San Francisco Has the Nation’s Fewest Delinquent Mortgage Holders
- The U.S. mortgage-delinquency rate dipped to 4.3 percent in March, the lowest since March 2007.
- In the San Francisco metropolitan area, 1.5 percent of homeowners are delinquent on their mortgages, the fewest of any large U.S. housing market.
- Mortgage delinquencies rose in the Santa Rosa and Napa metro areas from one year earlier, likely a result of October’s wildfires.

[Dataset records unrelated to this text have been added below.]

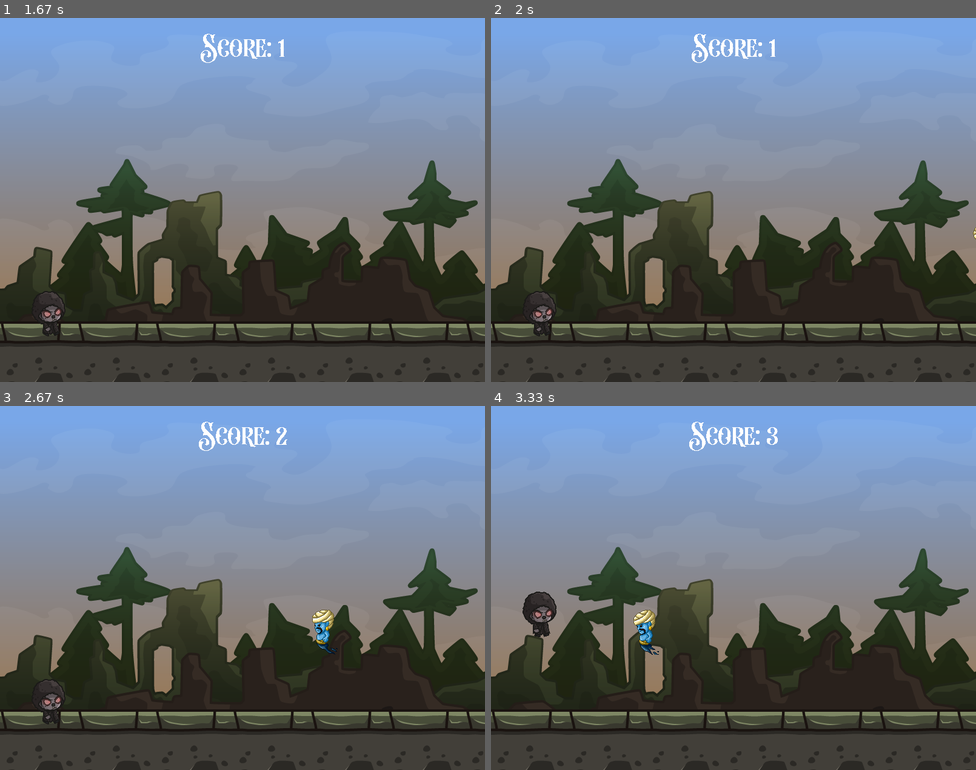
Above: before the commit, frames 1-4 (two rows, left to right).
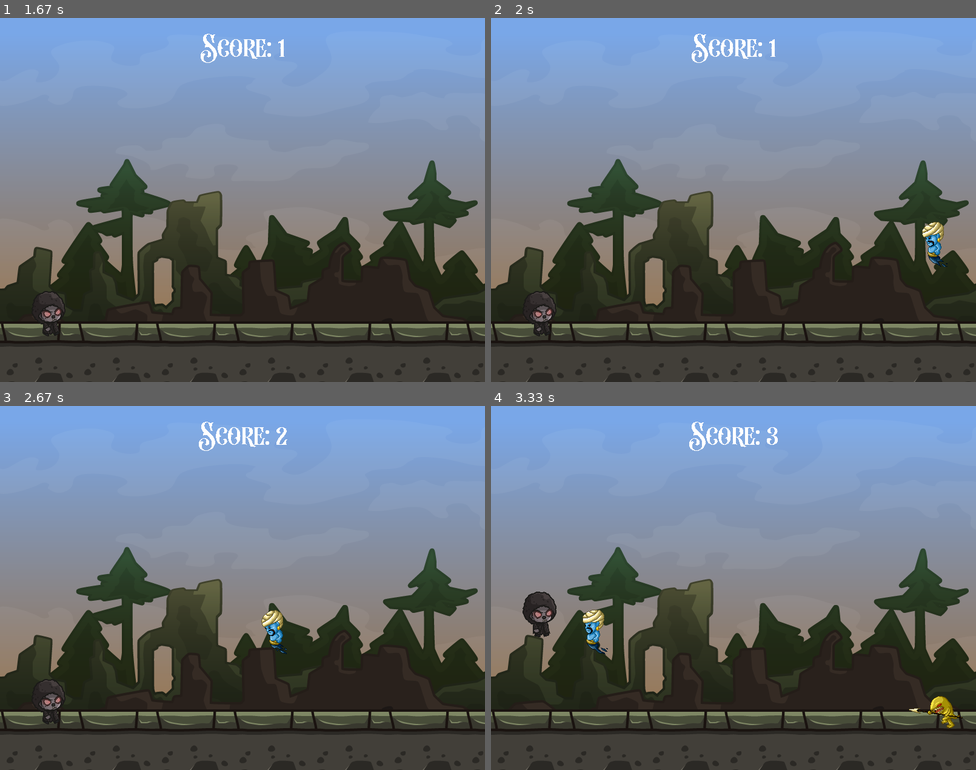
Above: after the commit, the same moments.

Repository: langulski/Jumper-pygame
Game: pygame game, started from Jumping_game.py
Same seed, same stepped clock (60 frames per second), same inputs: the game is played once before the commit and once after it.
Inputs:
- Up to frame 1 (1.67 s): tap Space at 0.33 s
- Up to frame 2 (2 s): no input
- Up to frame 3 (2.67 s): no input
- Up to frame 4 (3.33 s): tap Space at 3.17 s

Frame 1 is identical in both runs. In frame 2, 0.4% of the frame differs, in the area x 88-100%, y 56-69%; in frame 3, 0.7%; in frame 4, 1.0%, in the area x 18-98%, y 56-89%.

Commit message:
deleted unsued assets

Diff:
--- a/Jumping_game.py
+++ b/Jumping_game.py
@@ -88,7 +88,7 @@
 def obstacle_movement(obstacle_list):
     if obstacle_list:
         for obstacle_rect in obstacle_list:
-            obstacle_rect.x -=5
+            obstacle_rect.x -=6
 
             if obstacle_rect.bottom == 525: screen.blit(enemy_surf,obstacle_rect)
             else:screen.blit.flip(enemy_fly_surf,obstacle_rect)
@@ -186,7 +186,7 @@
 
 #timer
 obstacle_timer = pg.USEREVENT +1
-pg.time.set_timer(obstacle_timer,1500)
+pg.time.set_timer(obstacle_timer,1300)
 
 #ground enemy timer
 enemy_animation_timer = pg.USEREVENT +2
@@ -194,7 +194,7 @@
 
 #fly enemy timer
 enemy_animation_fly_timer = pg.USEREVENT +3
-pg.time.set_timer(enemy_animation_fly_timer,150)
+pg.time.set_timer(enemy_animation_fly_timer,250)
 
 
 while True:
Binary file removed: character/Kicking/0_Reaper_Man_Kicking_000.png
Binary file removed: character/Kicking/0_Reaper_Man_Kicking_001.png
Binary file removed: character/Kicking/0_Reaper_Man_Kicking_002.png
Binary file removed: character/Kicking/0_Reaper_Man_Kicking_003.png
Binary file removed: character/Kicking/0_Reaper_Man_Kicking_004.png
Binary file removed: character/Kicking/0_Reaper_Man_Kicking_005.png
Binary file removed: character/Kicking/0_Reaper_Man_Kicking_006.png
Binary file removed: character/Kicking/0_Reaper_Man_Kicking_007.png
Binary file removed: character/Kicking/0_Reaper_Man_Kicking_008.png
Binary file removed: character/Kicking/0_Reaper_Man_Kicking_009.png
Binary file removed: character/Kicking/0_Reaper_Man_Kicking_010.png
Binary file removed: character/Kicking/0_Reaper_Man_Kicking_011.png
(and 85 more such lines)

A thriving economy and rising home equity have helped pushed mortgage delinquencies to the lowest point since before the Great Recession, with San Francisco claiming the best late-payment rate of any large U.S. city.
That’s according to CoreLogic’s latest Loan Performance Insights report, which says that 4.3 percent of Americans with a mortgage were delinquent on their payments by more than 30 days as of March, the lowest number in 11 years. Mortgage delinquencies decreased in 47 states from one year earlier — including in California, where they dropped to 2.5 percent.
In a statement accompanying the report, CoreLogic Chief Economist Frank Nothaft pointed to the U.S. unemployment rate, which fell to an 18-year low of 3.8 percent in May, as helping most Americans avoid mortgage delinquency. He also said that rising home equity plays a factor in the trend, with the average mortgage holder gaining $16,300 in equity between March 2017 and March 2018.
Of the 10 largest core-based statistical areas in the country, San Francisco — which includes Marin, San Mateo, Alameda, and Contra Costa counties — boasts the nation’s lowest mortgage-delinquency rate, at 1.5 percent. Mortgage delinquencies are even more scarce in San Jose-Sunnyvale-Santa Clara, where just 1.1 percent of homeowners are more than 30 days late on their payments. The number of delinquent mortgages declined year over year in both areas.
By contrast, mortgage delinquencies rose from March 2017 in the Santa Rosa and Napa metro areas, to a respective 2.1 percent and 2.2 percent. This is likely due to the devastating October wildfires, with CoreLogic CEO and President Frank Martell referencing last year’s natural disasters as a factors affecting current mortgage-default rates.
California and the Bay Area serve as prime examples of the two trends that Nothaft referenced as helping fewer Americans to be tardy on their mortgage payments. The state’s unemployment rate fell to a record-low 4.2 percent in April, with jobless claims in San Francisco and San Mateo counties dropping to 2.1 percent. And according to a separate recently released CoreLogic report, Golden State homeowners gained an average of $51,000 in equity between the first quarter of 2017 and the first quarter of 2018, the most in the country.